Takahashi Kazuhiro, Toyama Hiroaki, Funahashi Yutaro, Kawana Shin, Ejima Yutaka, Kikuchi Kenji, Ishikawa Takuji, Yamauchi Masanori
Department of Anesthesiology and Perioperative Medicine, Tohoku University Graduate School of Medicine.
Department of Anesthesiology, Miyagi Children's Hospital.

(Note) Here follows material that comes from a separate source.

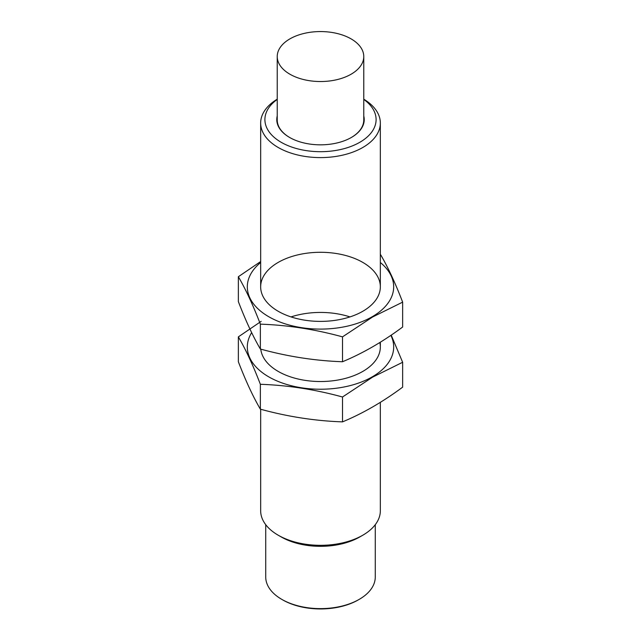 <?xml version="1.0" encoding="UTF-8"?>
<svg xmlns="http://www.w3.org/2000/svg" width="641" height="641" viewBox="0 0 641 641"><rect width="100%" height="100%" fill="white"/><g stroke="black" fill="none" stroke-linecap="round" stroke-linejoin="round"><path stroke-width="0.96" d="M375.273 524.683L375.273 576.996A54.773 31.625 180 0 1 359.232 599.359L358.255 599.92A53.395 30.832 180 0 1 282.745 599.92L281.768 599.359A54.773 31.625 180 0 1 265.727 576.996L265.727 524.683M363.767 115.933A43.732 25.247 180 0 1 351.42 137.438A43.732 25.247 180 0 1 289.58 137.438A43.732 25.247 180 0 1 277.233 115.933M363.767 56.552A43.267 24.983 180 0 1 351.1 74.22A43.267 24.983 180 0 1 303.938 79.628A43.267 24.983 180 0 1 277.233 56.552A43.267 24.983 180 0 1 303.938 33.468A43.267 24.983 180 0 1 351.1 38.885A43.267 24.983 180 0 1 363.767 56.552L363.767 119.963A43.267 24.983 180 0 1 351.26 137.535M289.74 137.535A43.267 24.983 180 0 1 277.233 119.963L277.233 56.552M363.767 99.427A55.607 32.106 180 0 1 358.399 143.079A55.607 32.106 180 0 1 282.601 143.079A55.607 32.106 180 0 1 277.233 99.427M363.767 99.179A59.837 34.55 180 0 1 380.337 123.048A59.837 34.55 180 0 1 320.5 157.598A59.837 34.55 180 0 1 260.663 123.048A59.837 34.55 180 0 1 277.233 99.179M380.337 402.348L380.337 510.773A59.837 34.55 180 0 1 362.814 535.203A59.837 34.55 180 0 1 278.186 535.203A59.837 34.55 180 0 1 260.663 510.773L260.663 409.246M362.814 535.203L359.817 536.926A55.607 32.106 180 0 1 281.183 536.926L278.186 535.203M359.232 599.359A54.773 31.625 180 0 1 281.768 599.359M380.337 262.514A73.186 42.258 180 0 1 372.253 316.718A73.186 42.258 180 0 1 273.378 319.178A73.186 42.258 180 0 1 260.663 262.514M362.814 311.27A59.837 34.55 180 0 1 278.186 311.27A59.837 34.55 180 0 1 278.186 262.409A59.837 34.55 180 0 1 362.814 262.409A59.837 34.55 180 0 1 362.814 311.27L362.814 311.27M260.663 261.544L238.356 276.728C245.687 289.251 253.027 305.06 260.366 324.154C287.745 325.107 315.132 329.346 342.51 336.862L372.581 317.007L402.644 302.143C395.313 283.05 387.973 267.241 380.634 254.717M402.644 302.143L402.644 327.022C382.853 341.725 362.814 353.303 342.51 361.74C315.132 360.787 287.745 356.548 260.366 349.033C253.027 336.509 245.687 320.7 238.356 301.607L238.356 276.728M260.366 349.033L260.366 324.154M342.51 361.74L342.51 336.862M390.866 335.347A73.186 42.258 180 0 1 372.253 376.852A73.186 42.258 180 0 1 281.263 382.645A73.186 42.258 180 0 1 251.657 332.639M379.841 342.526A59.837 34.55 180 0 1 362.814 371.403A59.837 34.55 180 0 1 278.186 371.403A59.837 34.55 180 0 1 260.775 349.145M291.03 316.91A59.837 34.55 180 0 1 349.97 316.91M261.159 321.365L238.356 336.862C245.687 349.385 253.027 365.202 260.366 384.288C287.745 385.241 315.132 389.48 342.51 396.995L372.581 377.148L402.644 362.277L391.202 335.123M402.644 362.277L402.644 387.156C382.853 401.859 362.814 413.437 342.51 421.874C315.132 420.921 287.745 416.69 260.366 409.166C253.027 396.643 245.687 380.834 238.356 361.74L238.356 336.862M260.366 409.166L260.366 384.288M342.51 421.874L342.51 396.995M260.663 123.048L260.663 286.839M380.337 123.048L380.337 286.839M380.337 342.214L380.337 346.973"/></g></svg>
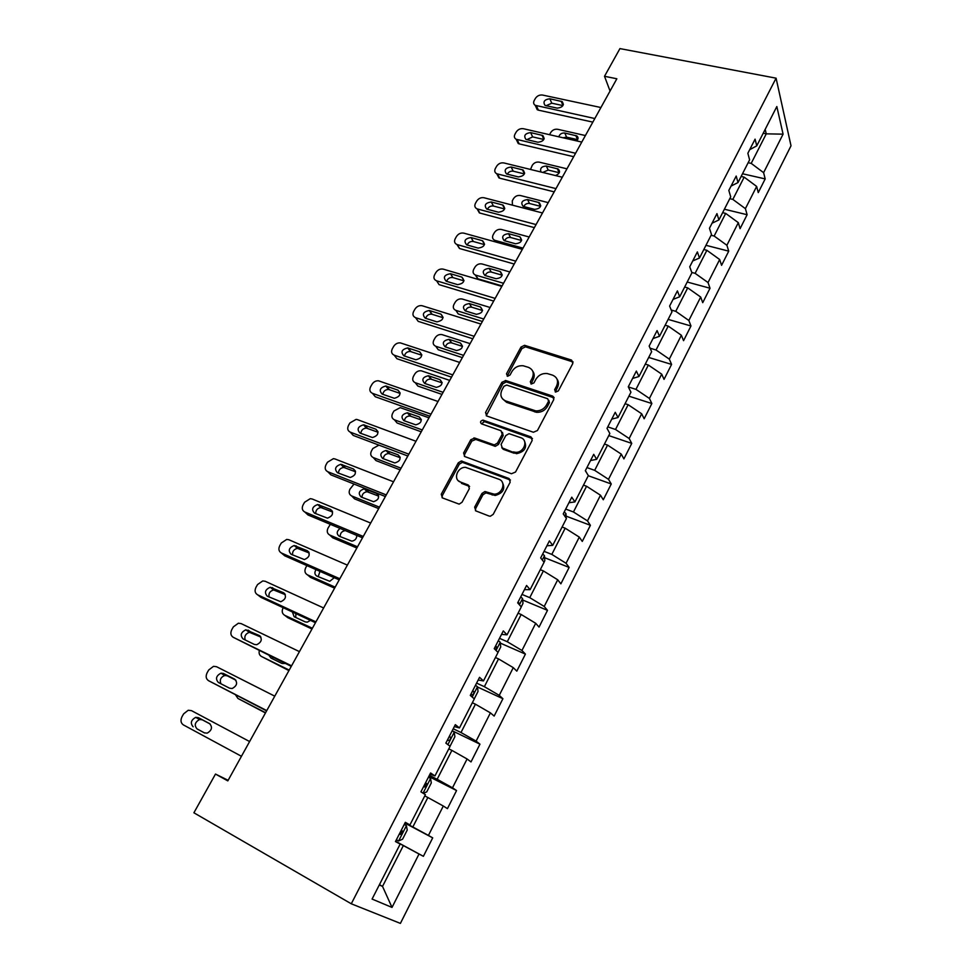 <?xml version="1.0" encoding="UTF-8"?>
<svg xmlns="http://www.w3.org/2000/svg" width="972" height="972" viewBox="0 0 972 972"><rect width="100%" height="100%" fill="white"/><g stroke="black" fill="none" stroke-linecap="round" stroke-linejoin="round"><path stroke-width="1.46" d="M555.534 392.093L558.353 390.89L572.812 363.479L571.524 360.077L524.564 345.303L520.98 347.077L506.485 373.831L507.639 376.273L510.045 374.998L511.94 371.511C514.601 367.295 518.343 365.375 523.155 365.751L528.343 367.319C533.081 369.421 534.369 373.029 532.219 378.157L530.335 381.68L531.186 384.062L533.968 382.871L535.851 379.347C538.5 375.107 542.267 373.163 547.127 373.515L552.485 375.119C557.321 377.258 558.669 380.927 556.531 386.115L554.648 389.675L555.534 392.093M474.652 507.153L475.818 510.883L489.11 516.059L490.35 516.241L493.217 514.346L510.191 482.161L508.976 478.479L461.323 460.983L458.262 462.842L441.264 494.213L442.357 497.883L459.149 504.14L462.04 502.257L469.342 488.649L468.2 484.979L460.412 482.027C452.831 479.573 457.29 466.925 465.564 467.338L498.855 479.232C506.485 481.614 502.548 494.238 494.165 494.165L484.919 491.553L481.954 493.448L474.652 507.153L475.697 508.429L475.466 510.713M776.081 78.173L619.942 48.6L604.511 76.29L616.856 78.768L227.813 780.893L215.492 774.064L193.902 812.786L351.281 903.79L776.081 78.173L791.014 145.8L400.403 923.4L351.281 903.79M533.397 432.248L537.443 430.523L553.785 399.541L552.521 396.054L505.841 380.574L501.917 382.275L485.538 412.493L486.693 415.955L533.397 432.248M532.194 440.462L515.537 472.028L511.466 473.753L464.738 456.536L463.608 452.976L470.776 439.745L474.737 438.044L494.311 444.933L497.47 443.074L502.196 434.265L501.005 430.73L481.505 423.853C479.876 422.176 480.362 420.937 482.975 420.123L530.943 436.878L532.194 440.462M404.923 823.102L432.698 837.864L428.421 835.434L443.305 806.019L447.436 808.643L456.561 790.552L452.502 787.806L467.082 758.974L471.019 761.914L479.961 744.175L476.11 741.126L490.41 712.865L494.141 716.085L502.913 698.71L499.256 695.357L513.277 667.643L516.812 671.154L525.415 654.107L521.952 650.487L535.706 623.295L539.047 627.086L547.491 610.355L544.223 606.455L557.709 579.786L560.868 583.844L569.142 567.429L566.056 563.274L579.288 537.103L582.277 541.416L590.405 525.305L587.489 520.907L600.477 495.222L603.284 499.778L611.254 483.971L608.508 479.33L621.266 454.118L623.903 458.906L631.739 443.39L629.151 438.518L641.666 413.768L644.157 418.774L651.848 403.538L649.418 398.447L661.701 374.159L664.034 379.384L671.579 364.415L669.307 359.118L681.372 335.255L683.559 340.686L690.971 325.985L688.844 320.481L700.691 297.055L702.732 302.681L710.022 288.234L708.029 282.548L719.669 259.524L721.576 265.344L728.733 251.153L726.886 245.272L738.319 222.661L740.081 228.663L747.116 214.715L745.403 208.652L756.641 186.43L758.269 192.602L765.183 178.909L763.603 172.664L783.08 134.16L776.835 106.543L756.775 145.824L755.074 139.166L747.857 153.272L749.606 159.87L738.015 182.542L736.193 176.066L728.83 190.427L730.713 196.842L718.928 219.927L716.947 213.633L709.463 228.274L711.492 234.495L699.488 258.005L697.361 251.906L689.731 266.814L691.906 272.828L679.683 296.776L677.399 290.883L669.623 306.071L671.968 311.878L659.502 336.276L657.072 330.589L649.15 346.068L651.653 351.657L638.956 376.516L636.356 371.061L628.277 386.832L630.949 392.19L618.01 417.523L615.24 412.298L607.014 428.373L609.845 433.5L596.662 459.319L593.722 454.337L585.326 470.715L588.352 475.6L574.914 501.917L571.779 497.19L563.225 513.896L566.433 518.526L552.728 545.353L549.399 540.894L540.687 557.928L544.077 562.29L530.105 589.652L526.581 585.46L517.687 602.847L521.284 606.917L507.032 634.825L503.302 630.925L494.226 648.664L498.029 652.443L483.485 680.922L479.56 677.314L470.29 695.417L474.312 698.892L459.464 727.943L455.321 724.662L445.869 743.13L450.097 746.289L434.958 775.948L430.584 772.983L420.925 791.84L425.396 794.671L409.929 824.936L405.324 822.324L395.458 841.57L400.172 844.061L395.507 841.485M432.698 837.864L423.391 856.308L419.029 854.011L392.02 907.423L372.082 899.064L400.172 844.061M424.764 795.91L427.85 797.514L412.833 826.978L405.045 822.847M412.833 826.978L428.421 835.434M427.85 797.514L443.305 806.019M409.929 824.936L405.19 822.567M448.785 748.865L451.883 750.384L437.157 779.277L429.369 775.34M437.157 779.277L452.502 787.806M451.883 750.384L467.082 758.974M434.958 775.948L430.013 774.089M472.343 702.756L475.43 704.202L460.995 732.511L453.219 728.769M460.995 732.511L476.11 741.126M475.43 704.202L490.41 712.865M459.464 727.943L454.337 726.582M495.428 657.534L498.527 658.907L484.372 686.682L476.596 683.109M484.372 686.682L499.256 695.357M498.527 658.907L513.277 667.643M483.485 680.922L478.175 680.023M518.076 613.186L521.174 614.498L507.287 641.727L499.511 638.337M507.287 641.727L521.952 650.487M521.174 614.498L535.706 623.295M507.032 634.825L501.528 634.388M540.298 569.689L543.384 570.928L529.764 597.646L522 594.414M529.764 597.646L544.223 606.455M543.384 570.928L557.709 579.786M530.105 589.652L524.443 589.652M562.095 527.018L565.182 528.197L551.817 554.405L544.053 551.343M551.817 554.405L566.056 563.274M565.182 528.197L579.288 537.103M552.728 545.353L546.908 545.778M583.479 485.137L586.566 486.255L573.456 511.977L565.692 509.073M573.456 511.977L587.489 520.907M586.566 486.255L600.477 495.222M574.914 501.917L568.936 502.743M604.463 444.046L607.549 445.103L594.682 470.339L586.93 467.593M594.682 470.339L608.508 479.33M607.549 445.103L621.266 454.118M596.662 459.319L590.551 460.534M625.069 403.708L628.143 404.704L615.507 429.478L607.779 426.878M615.507 429.478L629.151 438.518M628.143 404.704L641.666 413.768M618.01 417.523L611.753 419.114M645.287 364.111L648.36 365.047L635.967 389.371L628.337 386.941M635.967 389.371L649.418 398.447M648.36 365.047L661.701 374.159M638.956 376.516L632.565 378.473M665.152 325.219L668.226 326.106L656.039 349.993L650.098 348.207M656.039 349.993L669.307 359.118M668.226 326.106L681.372 335.255M659.502 336.276L652.99 338.572M684.653 287.032L687.714 287.87L675.759 311.319L671.227 310.032M675.759 311.319L688.844 320.481M687.714 287.87L700.691 297.055M679.683 296.776L673.037 299.412M703.813 249.512L706.875 250.302L695.126 273.339L691.772 272.439M695.126 273.339L708.029 282.548M706.875 250.302L719.669 259.524M699.488 258.005L692.72 260.958M722.633 212.661L725.683 213.403L714.153 236.038L711.091 235.273M714.153 236.038L726.886 245.272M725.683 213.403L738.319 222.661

Tohoku J Exp Med. 2022 Apr 19;256(4):271-281. doi: 10.1620/tjem.2022.J003. Epub 2022 Mar 17.
Fluid mechanics show that high-density gases need more energy while flowing through a tube. Thus, high-density anesthetic gases consume more energy to flow and less energy for lung inflation during general anesthesia. However, its impact has not been studied. Therefore, this study aimed to investigate the effects of high-density anesthetic gases on tidal volume in laboratory and clinical settings. In the laboratory study, a test lung was ventilated at the same pressure-controlled ventilation with 22 different gas compositions (density range, 1.22-2.27 kg/m) using an anesthesia machine. A pneumotachometer was used to record the tidal volume of the test lung and the respiratory gas composition; it showed that the tidal volume of the test lung decreased as the respiratory gas density increased. In the clinical study, the change in tidal volume per body weight, accompanied by gas composition change (2% sevoflurane in oxygen and with 0-30-60% of NO), was recorded in 30 pediatric patients. The median tidal volume per body weight decreased by 10% when the respiratory gas density increased from 1.41 kg/m to 1.70 kg/m, indicating a significant between-group difference (P < 0.0001). In both settings, an increase in respiratory gas density decreased the tidal volume during pressure-controlled ventilation, which could be explained by the fluid dynamics theory. This study clarified the detailed mechanism of high-density anesthetic gas reduced the tidal volume during mechanical ventilation and revealed that this phenomenon occurs during pediatric anesthesia, which facilitates further understanding of the mechanics of ventilation during anesthesia practice and respiratory physiology.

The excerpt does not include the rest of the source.